La larga y fructífera tradición de argumentos distópicos no ha bastado para referirse a todas las opresiones, las injusticias, los sistemas diseñados para dominar. Esclavismo, consumismo salvaje, racismo, mecanismos de control. Faltaba el patriarcado. En el año 1985 la escritora canadiense Margaret Atwood publica El cuento de la criada, oscurísima historia que nos plantea un futuro próximo en el que una guerra civil provoca el ascenso al poder de un grupo ultrarreligioso y misógino. Las mujeres pasan a ocupar un ominoso papel que las reduce solo a dos opciones: esposas obedientes o criadas. Las criadas no solo se encargan de las tareas de limpieza, cuidado y educación de los hijos; algunas tienen también que engendrar los vástagos de la clase dominante, que luego pasarán a pertenecer a quienes han forzado su nacimiento por medio de la violación ritual. Todo ello en un clima de silenciosa agresividad, adoctrinamiento religioso y soterrados códigos que distinguen castas sociales, otorgan privilegios y condenan severamente las infracciones. Esta pesadilla creíble cuenta con varias adaptaciones a la televisión, la última de ellas de fama y éxito mundial y con una cuidadosa producción que la hace muy realista, y por ello más apta como medio de denuncia y aviso a navegantes.

Porque eso que ahora llamamos ideología de ultraderecha, y que no es sino el fascismo de siempre, permanece al acecho aunque una y otra vez se lo combata y se lo venza. Espera con paciencia el momento de volver a ocupar instituciones y mentes simples con sus mensajes de odio y rechazo. Se nutre del egoísmo y la falta de empatía, por desgracia tan fáciles de sembrar y cultivar en según qué conciencias.

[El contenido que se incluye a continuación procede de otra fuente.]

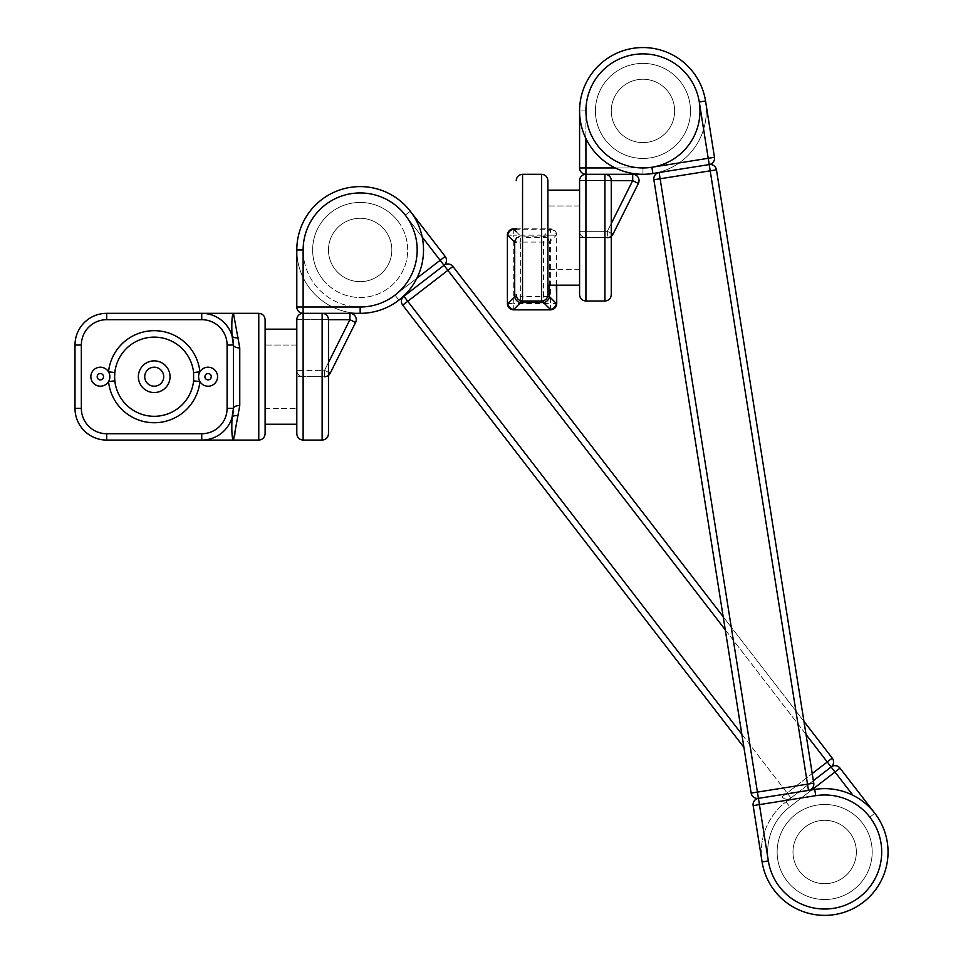 <?xml version="1.0" encoding="UTF-8"?>
<svg xmlns="http://www.w3.org/2000/svg" width="963" height="963" viewBox="0 0 963 963"><rect width="100%" height="100%" fill="white"/><g stroke="black" fill="none" stroke-linecap="round" stroke-linejoin="round"><path stroke-width="0.72" stroke-dasharray="4.82 3.61" d="M615.333 167.947L642.959 167.947L642.959 174.291A63.365 63.365 0 0 0 706.324 110.926A63.365 63.365 0 0 0 642.959 47.548A63.365 63.365 0 0 0 579.582 110.926A63.365 63.365 0 0 1 639.637 47.644A63.365 63.365 0 0 1 705.975 104.281A63.365 63.365 0 0 1 652.878 173.509L659.137 172.509A6.332 6.332 0 0 0 653.877 179.768L710.2 170.824L807.5 784.159L757.424 792.092L659.137 172.509M690.483 110.926A47.524 47.524 0 0 0 619.197 69.757A47.524 47.524 0 0 0 619.197 152.082A47.524 47.524 0 0 0 690.483 110.926A47.524 47.524 0 0 0 642.959 63.389A47.524 47.524 0 0 0 595.423 110.926A47.524 47.524 0 0 0 642.959 158.45A47.524 47.524 0 0 0 690.483 110.926M611.276 110.926A31.683 31.683 0 0 0 658.8 138.359A31.683 31.683 0 0 0 658.8 83.48A31.683 31.683 0 0 0 611.276 110.926A31.683 31.683 0 0 0 658.8 138.359A31.683 31.683 0 0 0 658.8 83.48A31.683 31.683 0 0 0 611.276 110.926M709.213 164.565L710.2 170.824L716.46 169.837A6.332 6.332 0 0 0 709.213 164.565A6.332 6.332 0 0 0 714.474 157.318L705.542 100.995L699.282 101.982A57.034 57.034 0 0 0 638.469 54.06A57.034 57.034 0 0 0 585.925 110.926L585.925 138.54L585.925 110.926A57.034 57.034 0 0 1 642.959 53.892A57.034 57.034 0 0 1 699.981 110.926A57.034 57.034 0 0 1 642.959 167.947A57.034 57.034 0 0 0 651.891 167.249A57.034 57.034 0 0 1 586.623 119.857A57.034 57.034 0 0 1 634.015 54.59A57.034 57.034 0 0 1 699.282 101.982L709.213 164.565A6.332 6.332 0 0 0 714.474 157.318L708.214 158.305M674.244 105.954A31.683 31.683 0 0 1 631.608 140.502A31.683 31.683 0 0 1 623.013 86.297A31.683 31.683 0 0 1 674.244 105.954A31.683 31.683 0 0 1 631.608 140.502A31.683 31.683 0 0 1 623.013 86.297A31.683 31.683 0 0 1 674.244 105.954M585.925 301.022L585.925 237.656L607.352 237.656L585.925 237.656L585.925 180.623L579.582 180.623L579.582 231.313L579.582 180.623A6.332 6.332 0 0 1 585.925 174.291A6.332 6.332 0 0 0 579.582 180.623L579.582 294.678M579.582 205.974L579.582 269.339L579.582 205.974L579.582 269.339L579.582 205.974L547.899 205.974L547.899 269.339L547.899 205.974L579.582 205.974M611.276 294.678L611.276 180.623L585.925 180.623L604.933 180.623L604.933 301.022M541.567 174.291L541.567 301.022L522.56 301.022C518.732 300.612 516.625 298.506 516.216 294.678M541.567 301.022C545.383 300.612 547.502 298.506 547.899 294.678L547.899 180.623M547.899 190.132L547.899 285.18L547.899 190.132M579.582 285.18L579.582 190.132L579.582 285.18M579.582 269.339L547.899 269.339L547.899 205.974L547.899 269.339L579.582 269.339M611.276 233.275L607.352 231.313L613.022 234.153L638.373 183.452L632.703 180.623L607.352 231.313L585.925 231.313L585.925 180.623L632.703 180.623L632.703 174.291M642.959 174.291L642.959 167.947L585.925 167.947L585.925 180.623L585.925 174.291L585.925 180.623L579.582 180.623A6.332 6.332 0 0 1 585.925 174.291A6.332 6.332 0 0 0 579.582 180.623L585.925 180.623L585.925 237.656A6.332 6.332 0 0 1 579.582 231.313L607.352 231.313L611.276 223.488M579.582 237.656L585.925 237.656A6.332 6.332 0 0 1 579.582 231.313L585.925 231.313L585.925 237.656L611.276 237.656M516.216 238.607A6.332 5.634 -45 0 1 520.658 236.14L543.469 236.14A6.332 5.634 45 0 1 549.416 242.086L549.416 285.18M556.337 285.18L556.722 235.177A6.332 6.332 0 0 0 550.391 228.833L550.391 229.218A6.332 5.634 45 0 1 556.337 235.177L549.416 242.086L520.658 242.086L520.658 296.58L543.469 296.58L543.469 236.14L550.391 229.218L516.216 229.218M762.094 861.933A63.365 63.365 0 0 0 834.596 914.585A63.365 63.365 0 0 0 887.26 842.071A63.365 63.365 0 0 0 814.746 789.419L815.733 795.679A57.034 57.034 0 0 1 881.001 843.07A57.034 57.034 0 0 1 833.609 908.326A57.034 57.034 0 0 1 768.342 860.934L762.094 861.933A63.365 63.365 0 0 0 834.596 914.585A63.365 63.365 0 0 0 887.26 842.071A63.365 63.365 0 0 0 814.746 789.419L758.423 798.351L757.424 792.092L751.164 793.091A6.332 6.332 0 0 0 758.423 798.351L808.487 790.406A6.332 6.332 0 0 0 813.747 783.16L807.5 784.159L808.487 790.406M871.611 844.563A47.524 47.524 0 0 1 807.656 896.372A47.524 47.524 0 0 1 794.752 815.071A47.524 47.524 0 0 1 871.611 844.563A47.524 47.524 0 0 1 832.116 898.936A47.524 47.524 0 0 1 777.731 859.453A47.524 47.524 0 0 1 817.226 805.068A47.524 47.524 0 0 1 871.611 844.563M793.38 856.962A31.683 31.683 0 0 1 836.016 822.426A31.683 31.683 0 0 1 844.623 876.619A31.683 31.683 0 0 1 793.38 856.962A31.683 31.683 0 0 1 836.016 822.426A31.683 31.683 0 0 1 844.623 876.619A31.683 31.683 0 0 1 793.38 856.962M759.41 804.611L753.15 805.61A6.332 6.332 0 0 1 758.423 798.351L768.342 860.934M811.833 789.877L789.829 806.85A57.034 57.034 0 0 0 779.524 886.839A57.034 57.034 0 0 0 859.514 897.155A57.034 57.034 0 0 0 869.83 817.166L874.837 813.29A63.365 63.365 0 0 1 863.378 902.175A63.365 63.365 0 0 1 774.505 890.715A63.365 63.365 0 0 1 785.964 801.83A63.365 63.365 0 0 0 774.505 890.715A63.365 63.365 0 0 0 863.378 902.175A63.365 63.365 0 0 0 874.837 813.29A63.365 63.365 0 0 1 863.378 902.175A63.365 63.365 0 0 1 774.505 890.715A63.365 63.365 0 0 1 785.964 801.83A63.365 63.365 0 0 0 774.505 890.715A63.365 63.365 0 0 0 863.378 902.175A63.365 63.365 0 0 0 874.837 813.29L840.001 768.137A6.332 6.332 0 0 0 831.117 766.993L785.964 801.83L831.117 766.993L852.953 795.294M849.763 832.646A31.683 31.683 0 0 0 795.366 839.953A31.683 31.683 0 0 0 828.89 883.408A31.683 31.683 0 0 0 849.763 832.646A31.683 31.683 0 0 0 795.366 839.953A31.683 31.683 0 0 0 828.89 883.408A31.683 31.683 0 0 0 849.763 832.646M832.261 758.11L827.241 761.974L831.117 766.993A6.332 6.332 0 0 0 832.261 758.11L452.911 266.45L447.891 270.326L827.241 761.974L787.108 792.946L407.758 301.287L447.891 270.326L440.151 260.287L394.999 295.123A57.034 57.034 0 0 1 315.009 284.819A57.034 57.034 0 0 1 325.325 204.818A57.034 57.034 0 0 1 405.315 215.134L440.151 260.287L445.171 256.423A6.332 6.332 0 0 1 444.015 265.307L403.882 296.279A6.332 6.332 0 0 0 402.739 305.163L743.905 747.336M723.201 616.753L803.961 721.431M741.835 734.275L790.984 797.966A6.332 6.332 0 0 1 782.088 796.822L812.23 773.566M790.984 797.966A6.332 6.332 0 0 1 782.088 796.822L787.108 792.946L790.984 797.966M328.479 372.332L324.555 370.37L303.128 370.37L303.128 319.68L349.906 319.68L349.906 313.336L303.128 313.336L360.162 313.336L360.162 307.004L303.128 307.004L303.128 249.971A57.034 57.034 0 0 1 360.162 192.949A57.034 57.034 0 0 1 417.184 249.971A57.034 57.034 0 0 1 360.162 307.004M360.162 281.653A31.683 31.683 0 0 1 332.716 234.129A31.683 31.683 0 0 1 387.595 234.129A31.683 31.683 0 0 1 360.162 281.653A31.683 31.683 0 0 1 332.716 234.129A31.683 31.683 0 0 1 387.595 234.129A31.683 31.683 0 0 1 360.162 281.653M349.906 313.336L303.128 313.336A6.332 6.332 0 0 1 296.797 307.004L303.128 307.004L303.128 313.336L322.136 313.336L303.128 313.336A6.332 6.332 0 0 0 296.797 319.68L296.797 370.37L296.797 319.68A6.332 6.332 0 0 1 303.128 313.336A6.332 6.332 0 0 1 296.797 307.004M322.533 279.005A47.524 47.524 0 0 0 389.196 287.6A47.524 47.524 0 0 0 397.791 220.948A47.524 47.524 0 0 0 331.128 212.354A47.524 47.524 0 0 0 322.533 279.005M397.791 220.948A47.524 47.524 0 0 1 366.494 297.073A47.524 47.524 0 0 1 316.201 231.902A47.524 47.524 0 0 1 397.791 220.948M385.248 230.614A31.683 31.683 0 0 1 364.375 281.377A31.683 31.683 0 0 1 330.851 237.933A31.683 31.683 0 0 1 385.248 230.614A31.683 31.683 0 0 1 364.375 281.377A31.683 31.683 0 0 1 330.851 237.933A31.683 31.683 0 0 1 385.248 230.614M422.179 237.006L405.315 215.134L410.334 211.27A63.365 63.365 0 0 0 321.449 199.81A63.365 63.365 0 0 0 309.99 288.683A63.365 63.365 0 0 0 398.875 300.143A63.365 63.365 0 0 1 296.797 249.971L303.128 249.971M328.479 433.735L328.479 319.68L303.128 319.68L303.128 370.37L324.555 370.37L349.906 319.68L355.576 322.509L330.225 373.211L324.555 370.37L324.555 376.714L303.128 376.714L324.555 376.714L324.555 370.37L328.479 362.533M303.128 440.079L303.128 376.714A6.332 6.332 0 0 1 296.797 370.37L303.128 370.37L296.797 370.37A6.332 6.332 0 0 0 303.128 376.714A6.332 6.332 0 0 1 296.797 370.37M296.797 319.68L322.136 319.68L322.136 376.714L303.128 376.714L303.128 319.68L296.797 319.68A6.332 6.332 0 0 1 303.128 313.336A6.332 6.332 0 0 0 296.797 319.68A6.332 6.332 0 0 1 303.128 313.336L303.128 319.68L296.797 319.68L296.797 424.238M296.797 345.031L296.797 408.396L296.797 345.031L296.797 408.396L296.797 345.031L265.114 345.031L265.114 408.396L265.114 345.031L296.797 345.031M233.792 439.634L234.731 435.132M234.936 433.711L239.763 405.507A6.332 2.877 180 0 0 233.431 408.396L233.431 345.031A31.683 31.683 0 0 0 201.736 313.336L106.688 313.336L106.688 319.68L201.736 319.68A25.351 25.351 0 0 1 227.087 345.031L233.431 345.031A6.332 2.877 180 0 0 239.763 347.908L233.431 313.336L201.736 313.336L201.736 319.68M265.114 433.735L265.114 319.68M265.114 376.714L265.114 329.177L265.114 376.714M81.349 345.031L75.006 345.031L75.006 408.396L81.349 408.396L81.349 345.031A25.351 25.351 0 0 1 106.688 319.68M81.349 408.396A25.351 25.351 0 0 0 106.688 433.735L106.688 440.079L202.074 440.079M201.736 440.079A31.683 31.683 0 0 0 231.999 417.81A31.683 31.683 0 0 1 201.736 440.079A31.683 31.683 0 0 0 233.431 408.396L227.087 408.396A25.351 25.351 0 0 1 201.736 433.735L201.736 440.079L233.431 440.079L232.721 438.442M199.907 381.553A9.51 9.51 0 0 0 214.219 383.972A9.51 9.51 0 0 0 214.219 369.455A9.51 9.51 0 0 0 199.907 371.862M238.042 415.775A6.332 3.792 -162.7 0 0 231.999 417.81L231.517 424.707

Muchas son las voces que se alzan, en todo el mundo y mientras leen esto, para señalar los detalles del horror posible y del que ya existe. Una distopía es una fabulación acerca de una realidad futura y negativa; pero su concepto, como el de su contrario la «utopía», resulta engañoso. Si en este último caso encontramos en el origen del término y, en cierto modo, de un subgénero literario, el deseo de manifestar teorías acerca de la organización social —que  en  ocasiones  validaban  la servidumbre  y  los  privilegios  de  una  élite  adinerada—, la distopía nace como forma de crítica del presente. Más allá de las predicciones acerca de futuros llenos de problemas, un argumento distópico busca analizar las razones para el miedo y la inquietud del momento presente. El absurdo de las guerras en el país de Liliput, el control mental del mundo descrito en 1984, las inmensas hogueras alimentadas con libros en Fahrenheit 451, o la esclavitud de las mujeres en El cuento de la criada, no son otra cosa que descripciones del estado de cosas existente cuando estas obras se escribieron. Las distopías son instantáneas que retratan lo peor de nuestro mundo. Quizá la mano que las crea sitúe sus argumentos en el futuro no para elaborar una fantasía, sino como un gesto de piedad hacia quienes resultamos dibujados en ellas: en cada página de esos libros, en cada escena de esas películas hay quien cree vislumbrar, por momentos, un reflejo de su propio rostro.

 


 

Javier Sánchez Lucena. En 2015 su novela Batalla y campo de batalla resultó ganadora del Premio de Novela Corta El Fungible de Alcobendas. Anteriormente ganó también un certamen de relato corto en su ciudad natal, Córdoba, y desde entonces desarrolla una actividad de publicación periódica en la revista Sin ir más lejos de la ONG cordobesa Córdoba Acoge, además de subir textos a su blog Los pormenores de mi sueño.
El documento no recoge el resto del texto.